* **How to complete this task**:
Without the pictures, output the lines of the material from the very first through the one that holds "BORE_DEPTH = 7.5".

+++ Supplied entries

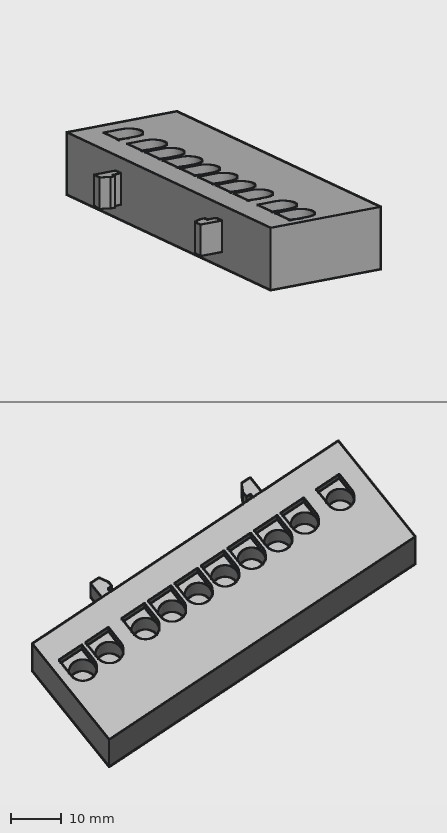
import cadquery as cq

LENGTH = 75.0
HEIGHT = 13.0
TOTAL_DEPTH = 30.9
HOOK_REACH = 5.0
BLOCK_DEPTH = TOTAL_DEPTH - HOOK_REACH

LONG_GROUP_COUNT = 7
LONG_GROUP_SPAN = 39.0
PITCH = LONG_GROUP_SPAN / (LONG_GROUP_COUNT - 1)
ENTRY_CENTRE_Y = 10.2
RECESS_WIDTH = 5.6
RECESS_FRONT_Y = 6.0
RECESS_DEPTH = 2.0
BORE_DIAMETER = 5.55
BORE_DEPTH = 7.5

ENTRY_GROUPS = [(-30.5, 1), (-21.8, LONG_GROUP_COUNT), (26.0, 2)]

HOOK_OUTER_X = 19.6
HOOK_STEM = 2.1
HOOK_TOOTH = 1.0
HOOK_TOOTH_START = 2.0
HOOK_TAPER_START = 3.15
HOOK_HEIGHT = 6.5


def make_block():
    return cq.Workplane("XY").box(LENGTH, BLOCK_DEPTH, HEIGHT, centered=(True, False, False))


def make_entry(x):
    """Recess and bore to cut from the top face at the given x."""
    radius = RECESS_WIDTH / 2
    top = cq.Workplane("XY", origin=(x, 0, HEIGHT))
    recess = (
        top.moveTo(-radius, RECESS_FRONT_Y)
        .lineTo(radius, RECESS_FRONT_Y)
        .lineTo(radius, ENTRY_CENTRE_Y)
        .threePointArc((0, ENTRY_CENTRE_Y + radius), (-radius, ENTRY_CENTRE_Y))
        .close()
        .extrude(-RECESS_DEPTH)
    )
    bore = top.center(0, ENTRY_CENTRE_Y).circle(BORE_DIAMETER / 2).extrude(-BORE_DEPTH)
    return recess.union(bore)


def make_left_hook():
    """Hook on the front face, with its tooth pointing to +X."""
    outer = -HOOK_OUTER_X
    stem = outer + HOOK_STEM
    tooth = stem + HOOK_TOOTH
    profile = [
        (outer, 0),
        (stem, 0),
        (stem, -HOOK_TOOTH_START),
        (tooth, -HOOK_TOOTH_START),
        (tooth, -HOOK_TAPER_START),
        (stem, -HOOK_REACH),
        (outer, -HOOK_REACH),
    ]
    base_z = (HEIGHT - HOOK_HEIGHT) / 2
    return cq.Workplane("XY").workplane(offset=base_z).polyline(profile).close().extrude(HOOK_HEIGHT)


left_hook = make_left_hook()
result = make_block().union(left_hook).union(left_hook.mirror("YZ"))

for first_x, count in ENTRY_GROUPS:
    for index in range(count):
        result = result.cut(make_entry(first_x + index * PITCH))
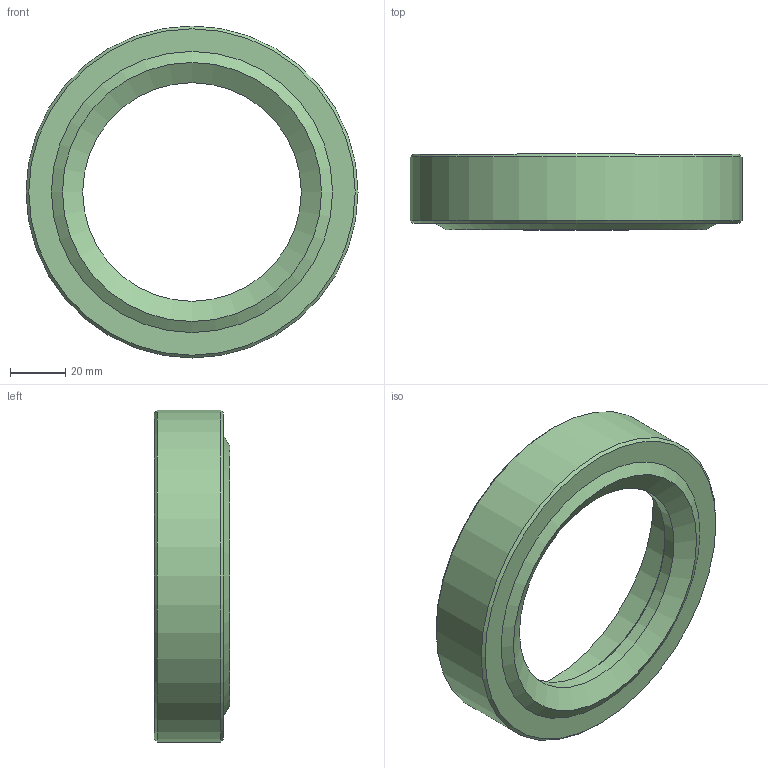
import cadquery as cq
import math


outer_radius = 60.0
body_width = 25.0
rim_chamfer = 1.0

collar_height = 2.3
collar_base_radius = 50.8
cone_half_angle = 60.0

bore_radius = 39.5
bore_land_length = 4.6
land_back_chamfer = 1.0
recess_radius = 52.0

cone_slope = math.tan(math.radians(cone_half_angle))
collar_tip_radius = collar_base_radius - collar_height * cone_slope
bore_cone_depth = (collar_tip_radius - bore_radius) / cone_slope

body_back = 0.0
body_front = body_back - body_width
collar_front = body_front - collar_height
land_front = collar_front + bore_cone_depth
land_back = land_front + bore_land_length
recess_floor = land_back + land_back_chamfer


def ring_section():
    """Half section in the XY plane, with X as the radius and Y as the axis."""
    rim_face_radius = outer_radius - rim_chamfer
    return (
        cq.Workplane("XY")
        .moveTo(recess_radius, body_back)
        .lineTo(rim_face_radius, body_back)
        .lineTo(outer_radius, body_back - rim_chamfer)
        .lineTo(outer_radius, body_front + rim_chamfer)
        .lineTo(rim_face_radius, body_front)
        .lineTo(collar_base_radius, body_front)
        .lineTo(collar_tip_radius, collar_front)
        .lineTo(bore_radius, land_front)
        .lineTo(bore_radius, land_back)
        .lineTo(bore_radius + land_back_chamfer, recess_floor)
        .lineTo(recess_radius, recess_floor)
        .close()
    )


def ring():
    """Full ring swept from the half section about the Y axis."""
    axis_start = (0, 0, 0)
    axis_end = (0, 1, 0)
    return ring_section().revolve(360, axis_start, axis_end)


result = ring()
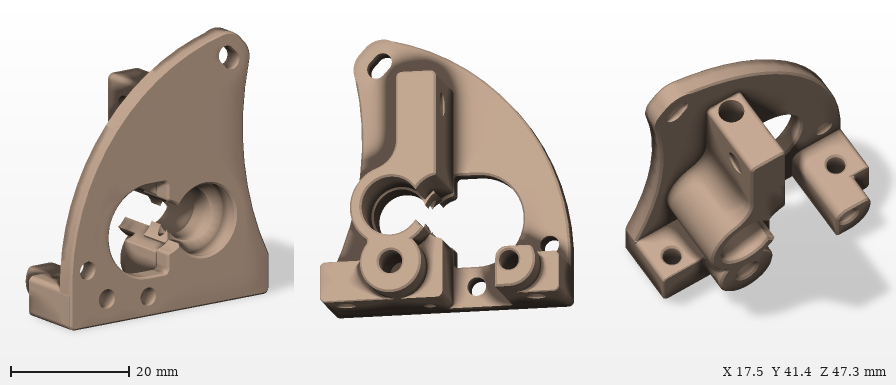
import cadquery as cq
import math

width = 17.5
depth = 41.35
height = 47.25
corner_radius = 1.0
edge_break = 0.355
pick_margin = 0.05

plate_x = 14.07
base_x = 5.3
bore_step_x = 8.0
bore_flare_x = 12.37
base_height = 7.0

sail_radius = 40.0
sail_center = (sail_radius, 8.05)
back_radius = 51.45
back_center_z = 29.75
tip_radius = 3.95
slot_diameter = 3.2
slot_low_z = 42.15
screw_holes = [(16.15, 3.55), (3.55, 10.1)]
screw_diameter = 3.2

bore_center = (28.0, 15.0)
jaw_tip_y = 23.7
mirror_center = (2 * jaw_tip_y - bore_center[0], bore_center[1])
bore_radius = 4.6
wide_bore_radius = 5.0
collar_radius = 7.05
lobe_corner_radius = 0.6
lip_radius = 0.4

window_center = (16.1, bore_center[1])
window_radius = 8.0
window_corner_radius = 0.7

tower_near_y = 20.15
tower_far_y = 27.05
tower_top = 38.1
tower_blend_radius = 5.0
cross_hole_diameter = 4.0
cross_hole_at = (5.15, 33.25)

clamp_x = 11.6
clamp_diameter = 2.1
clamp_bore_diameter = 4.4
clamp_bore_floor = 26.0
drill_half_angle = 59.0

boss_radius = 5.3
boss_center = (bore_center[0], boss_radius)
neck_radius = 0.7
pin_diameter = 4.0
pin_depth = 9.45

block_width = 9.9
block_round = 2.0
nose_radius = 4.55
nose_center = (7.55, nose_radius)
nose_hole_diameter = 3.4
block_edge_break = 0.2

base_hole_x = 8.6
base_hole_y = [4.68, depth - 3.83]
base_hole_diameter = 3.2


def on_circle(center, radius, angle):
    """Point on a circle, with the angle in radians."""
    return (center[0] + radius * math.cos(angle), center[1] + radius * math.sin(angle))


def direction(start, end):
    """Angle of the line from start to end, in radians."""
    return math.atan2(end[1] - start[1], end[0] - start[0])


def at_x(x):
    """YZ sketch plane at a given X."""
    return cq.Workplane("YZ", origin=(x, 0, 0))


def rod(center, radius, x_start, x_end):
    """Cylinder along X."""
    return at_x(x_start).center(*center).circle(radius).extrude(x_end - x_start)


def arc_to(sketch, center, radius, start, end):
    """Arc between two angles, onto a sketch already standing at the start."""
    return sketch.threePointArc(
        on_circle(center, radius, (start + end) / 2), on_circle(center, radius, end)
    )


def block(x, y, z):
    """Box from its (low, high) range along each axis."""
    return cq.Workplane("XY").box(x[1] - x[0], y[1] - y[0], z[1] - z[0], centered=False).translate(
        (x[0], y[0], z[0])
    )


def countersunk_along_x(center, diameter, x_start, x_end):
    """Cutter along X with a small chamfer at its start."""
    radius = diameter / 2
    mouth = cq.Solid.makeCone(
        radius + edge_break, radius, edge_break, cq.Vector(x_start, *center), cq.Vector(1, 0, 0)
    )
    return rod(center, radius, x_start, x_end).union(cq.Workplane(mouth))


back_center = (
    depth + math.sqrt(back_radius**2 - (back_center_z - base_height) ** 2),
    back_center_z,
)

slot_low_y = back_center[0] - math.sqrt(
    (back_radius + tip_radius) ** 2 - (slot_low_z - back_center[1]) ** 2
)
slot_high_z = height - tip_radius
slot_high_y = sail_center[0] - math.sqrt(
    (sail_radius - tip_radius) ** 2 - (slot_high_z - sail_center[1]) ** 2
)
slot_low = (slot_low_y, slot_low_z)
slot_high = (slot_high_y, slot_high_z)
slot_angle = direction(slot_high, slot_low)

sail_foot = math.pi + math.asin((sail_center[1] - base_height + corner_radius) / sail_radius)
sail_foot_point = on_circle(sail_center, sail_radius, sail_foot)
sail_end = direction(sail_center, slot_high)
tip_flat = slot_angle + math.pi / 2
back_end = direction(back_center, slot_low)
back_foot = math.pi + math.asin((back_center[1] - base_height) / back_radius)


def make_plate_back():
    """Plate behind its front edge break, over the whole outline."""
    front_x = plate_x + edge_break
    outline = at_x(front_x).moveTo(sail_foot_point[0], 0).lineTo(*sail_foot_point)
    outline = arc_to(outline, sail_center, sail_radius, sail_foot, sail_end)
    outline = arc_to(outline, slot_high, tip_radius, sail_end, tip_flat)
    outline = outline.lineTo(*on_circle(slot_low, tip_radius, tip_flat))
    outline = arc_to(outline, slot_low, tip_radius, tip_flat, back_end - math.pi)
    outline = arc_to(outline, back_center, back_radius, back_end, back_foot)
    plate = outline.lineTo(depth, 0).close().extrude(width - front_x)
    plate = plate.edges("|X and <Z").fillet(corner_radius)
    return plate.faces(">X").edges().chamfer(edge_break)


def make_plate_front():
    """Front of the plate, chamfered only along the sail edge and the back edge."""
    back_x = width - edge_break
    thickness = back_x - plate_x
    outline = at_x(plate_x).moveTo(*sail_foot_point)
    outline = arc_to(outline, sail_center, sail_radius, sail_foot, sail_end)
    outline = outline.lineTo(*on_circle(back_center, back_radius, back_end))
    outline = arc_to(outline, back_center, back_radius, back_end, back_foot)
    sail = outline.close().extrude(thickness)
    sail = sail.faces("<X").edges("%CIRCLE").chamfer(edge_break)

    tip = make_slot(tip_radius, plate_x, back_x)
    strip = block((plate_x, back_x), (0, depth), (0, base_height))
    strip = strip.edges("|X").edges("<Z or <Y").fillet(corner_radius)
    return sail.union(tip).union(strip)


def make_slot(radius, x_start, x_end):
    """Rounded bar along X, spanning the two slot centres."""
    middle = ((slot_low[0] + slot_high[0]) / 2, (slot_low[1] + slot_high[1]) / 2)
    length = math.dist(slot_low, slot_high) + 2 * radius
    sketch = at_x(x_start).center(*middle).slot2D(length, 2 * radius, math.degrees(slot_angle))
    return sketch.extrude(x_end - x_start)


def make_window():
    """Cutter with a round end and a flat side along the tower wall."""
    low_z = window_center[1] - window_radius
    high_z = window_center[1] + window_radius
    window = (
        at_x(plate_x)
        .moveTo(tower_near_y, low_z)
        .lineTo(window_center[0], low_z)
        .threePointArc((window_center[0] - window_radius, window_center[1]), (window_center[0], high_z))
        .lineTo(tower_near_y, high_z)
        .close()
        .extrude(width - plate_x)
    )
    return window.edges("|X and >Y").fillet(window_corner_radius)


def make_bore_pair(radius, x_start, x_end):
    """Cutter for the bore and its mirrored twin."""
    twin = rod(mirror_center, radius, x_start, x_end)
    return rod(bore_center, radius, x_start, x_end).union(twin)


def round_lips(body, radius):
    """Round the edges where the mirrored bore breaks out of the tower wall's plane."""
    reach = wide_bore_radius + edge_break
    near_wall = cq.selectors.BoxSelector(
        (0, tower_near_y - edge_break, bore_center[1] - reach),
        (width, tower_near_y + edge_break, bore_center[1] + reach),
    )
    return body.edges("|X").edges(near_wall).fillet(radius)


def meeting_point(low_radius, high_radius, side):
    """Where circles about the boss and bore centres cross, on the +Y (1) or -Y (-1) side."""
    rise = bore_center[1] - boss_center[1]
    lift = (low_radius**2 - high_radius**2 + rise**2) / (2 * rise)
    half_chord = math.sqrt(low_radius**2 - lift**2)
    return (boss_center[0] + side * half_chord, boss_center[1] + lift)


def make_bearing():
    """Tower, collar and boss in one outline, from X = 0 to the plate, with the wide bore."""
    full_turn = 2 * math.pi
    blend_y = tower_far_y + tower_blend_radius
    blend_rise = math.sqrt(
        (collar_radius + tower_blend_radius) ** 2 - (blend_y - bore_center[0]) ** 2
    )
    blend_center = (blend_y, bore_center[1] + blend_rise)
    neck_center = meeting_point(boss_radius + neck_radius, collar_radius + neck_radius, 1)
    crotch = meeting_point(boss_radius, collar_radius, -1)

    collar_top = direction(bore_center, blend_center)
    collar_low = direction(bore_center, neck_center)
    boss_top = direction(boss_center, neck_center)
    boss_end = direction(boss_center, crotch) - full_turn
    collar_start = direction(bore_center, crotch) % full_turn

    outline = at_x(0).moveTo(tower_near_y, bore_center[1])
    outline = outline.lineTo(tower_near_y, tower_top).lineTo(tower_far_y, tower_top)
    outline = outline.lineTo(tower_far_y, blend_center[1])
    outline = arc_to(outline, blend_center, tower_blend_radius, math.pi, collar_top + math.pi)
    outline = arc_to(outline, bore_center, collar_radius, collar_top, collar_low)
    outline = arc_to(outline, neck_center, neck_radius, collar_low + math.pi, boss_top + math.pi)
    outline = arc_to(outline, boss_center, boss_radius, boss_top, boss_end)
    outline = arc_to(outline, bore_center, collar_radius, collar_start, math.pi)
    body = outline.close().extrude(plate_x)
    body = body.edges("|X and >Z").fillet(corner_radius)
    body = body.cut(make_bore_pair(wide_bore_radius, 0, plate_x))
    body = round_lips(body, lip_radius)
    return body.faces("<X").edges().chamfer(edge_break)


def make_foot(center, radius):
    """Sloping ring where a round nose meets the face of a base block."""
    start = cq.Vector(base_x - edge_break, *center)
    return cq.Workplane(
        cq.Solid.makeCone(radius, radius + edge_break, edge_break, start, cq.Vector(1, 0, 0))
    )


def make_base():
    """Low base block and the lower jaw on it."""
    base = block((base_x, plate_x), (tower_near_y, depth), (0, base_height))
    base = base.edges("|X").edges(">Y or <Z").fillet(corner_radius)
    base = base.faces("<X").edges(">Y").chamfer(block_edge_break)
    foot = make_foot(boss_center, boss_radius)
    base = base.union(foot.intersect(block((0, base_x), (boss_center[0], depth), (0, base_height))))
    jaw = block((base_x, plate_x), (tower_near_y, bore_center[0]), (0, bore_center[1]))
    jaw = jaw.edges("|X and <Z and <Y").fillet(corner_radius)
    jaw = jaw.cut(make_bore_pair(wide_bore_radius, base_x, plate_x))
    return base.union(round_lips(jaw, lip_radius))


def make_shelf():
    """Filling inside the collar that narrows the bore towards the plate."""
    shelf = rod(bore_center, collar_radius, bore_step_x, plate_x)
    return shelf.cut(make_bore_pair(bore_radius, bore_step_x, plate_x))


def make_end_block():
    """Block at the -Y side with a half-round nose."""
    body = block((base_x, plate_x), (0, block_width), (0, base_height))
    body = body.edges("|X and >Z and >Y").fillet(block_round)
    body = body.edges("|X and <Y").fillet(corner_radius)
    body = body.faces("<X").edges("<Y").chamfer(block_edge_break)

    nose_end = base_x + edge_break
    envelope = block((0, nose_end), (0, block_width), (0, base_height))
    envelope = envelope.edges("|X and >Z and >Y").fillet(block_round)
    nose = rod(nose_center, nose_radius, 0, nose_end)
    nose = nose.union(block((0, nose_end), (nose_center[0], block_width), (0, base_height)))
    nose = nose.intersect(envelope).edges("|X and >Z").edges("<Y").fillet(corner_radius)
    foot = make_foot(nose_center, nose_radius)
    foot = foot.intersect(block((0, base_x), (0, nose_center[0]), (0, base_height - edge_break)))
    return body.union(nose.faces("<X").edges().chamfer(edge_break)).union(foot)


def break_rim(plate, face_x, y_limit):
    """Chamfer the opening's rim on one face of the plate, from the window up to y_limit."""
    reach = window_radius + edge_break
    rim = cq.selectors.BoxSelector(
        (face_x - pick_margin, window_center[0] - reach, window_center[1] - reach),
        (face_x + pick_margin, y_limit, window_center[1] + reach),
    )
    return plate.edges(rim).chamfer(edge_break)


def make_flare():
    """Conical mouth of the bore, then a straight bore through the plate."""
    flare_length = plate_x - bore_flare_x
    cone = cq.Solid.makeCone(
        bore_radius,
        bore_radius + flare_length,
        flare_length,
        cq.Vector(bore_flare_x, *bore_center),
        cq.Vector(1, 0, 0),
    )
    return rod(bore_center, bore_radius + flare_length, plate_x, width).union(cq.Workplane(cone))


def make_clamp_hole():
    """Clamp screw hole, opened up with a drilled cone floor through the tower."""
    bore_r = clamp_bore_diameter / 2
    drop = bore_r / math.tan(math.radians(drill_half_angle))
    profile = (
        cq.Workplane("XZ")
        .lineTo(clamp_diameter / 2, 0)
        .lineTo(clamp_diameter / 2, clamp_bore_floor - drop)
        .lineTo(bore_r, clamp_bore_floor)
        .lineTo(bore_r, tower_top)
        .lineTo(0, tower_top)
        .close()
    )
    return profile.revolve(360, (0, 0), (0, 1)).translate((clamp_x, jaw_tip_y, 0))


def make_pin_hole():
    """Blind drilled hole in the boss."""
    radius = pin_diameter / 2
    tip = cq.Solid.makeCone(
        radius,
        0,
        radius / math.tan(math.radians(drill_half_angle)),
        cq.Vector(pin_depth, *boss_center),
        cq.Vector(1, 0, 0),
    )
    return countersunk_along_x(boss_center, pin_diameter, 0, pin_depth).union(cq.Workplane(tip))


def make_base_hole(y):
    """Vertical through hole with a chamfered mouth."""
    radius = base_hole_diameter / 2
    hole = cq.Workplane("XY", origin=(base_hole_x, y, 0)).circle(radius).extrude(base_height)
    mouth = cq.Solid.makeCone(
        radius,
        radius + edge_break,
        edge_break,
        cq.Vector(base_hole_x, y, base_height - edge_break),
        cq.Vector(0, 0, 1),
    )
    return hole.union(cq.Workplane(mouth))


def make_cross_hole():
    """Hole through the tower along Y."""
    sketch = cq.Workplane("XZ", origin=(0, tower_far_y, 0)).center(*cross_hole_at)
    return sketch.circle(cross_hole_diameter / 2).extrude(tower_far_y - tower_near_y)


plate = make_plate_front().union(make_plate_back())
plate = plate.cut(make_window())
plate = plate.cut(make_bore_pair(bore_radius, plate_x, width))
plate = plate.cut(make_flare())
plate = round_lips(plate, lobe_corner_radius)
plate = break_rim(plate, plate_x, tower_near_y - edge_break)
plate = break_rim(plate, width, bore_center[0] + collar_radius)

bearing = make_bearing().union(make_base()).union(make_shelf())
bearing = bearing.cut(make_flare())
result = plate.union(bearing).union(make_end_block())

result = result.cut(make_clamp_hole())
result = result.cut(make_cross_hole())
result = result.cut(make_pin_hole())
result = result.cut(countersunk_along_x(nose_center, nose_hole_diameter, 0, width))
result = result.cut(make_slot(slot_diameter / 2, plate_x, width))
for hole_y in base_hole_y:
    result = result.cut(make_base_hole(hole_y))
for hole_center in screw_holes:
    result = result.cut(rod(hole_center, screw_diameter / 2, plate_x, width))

++++++

* **Output for this exercise**:
import cadquery as cq

LENGTH = 75.0
HEIGHT = 13.0
TOTAL_DEPTH = 30.9
HOOK_REACH = 5.0
BLOCK_DEPTH = TOTAL_DEPTH - HOOK_REACH

LONG_GROUP_COUNT = 7
LONG_GROUP_SPAN = 39.0
PITCH = LONG_GROUP_SPAN / (LONG_GROUP_COUNT - 1)
ENTRY_CENTRE_Y = 10.2
RECESS_WIDTH = 5.6
RECESS_FRONT_Y = 6.0
RECESS_DEPTH = 2.0
BORE_DIAMETER = 5.55
BORE_DEPTH = 7.5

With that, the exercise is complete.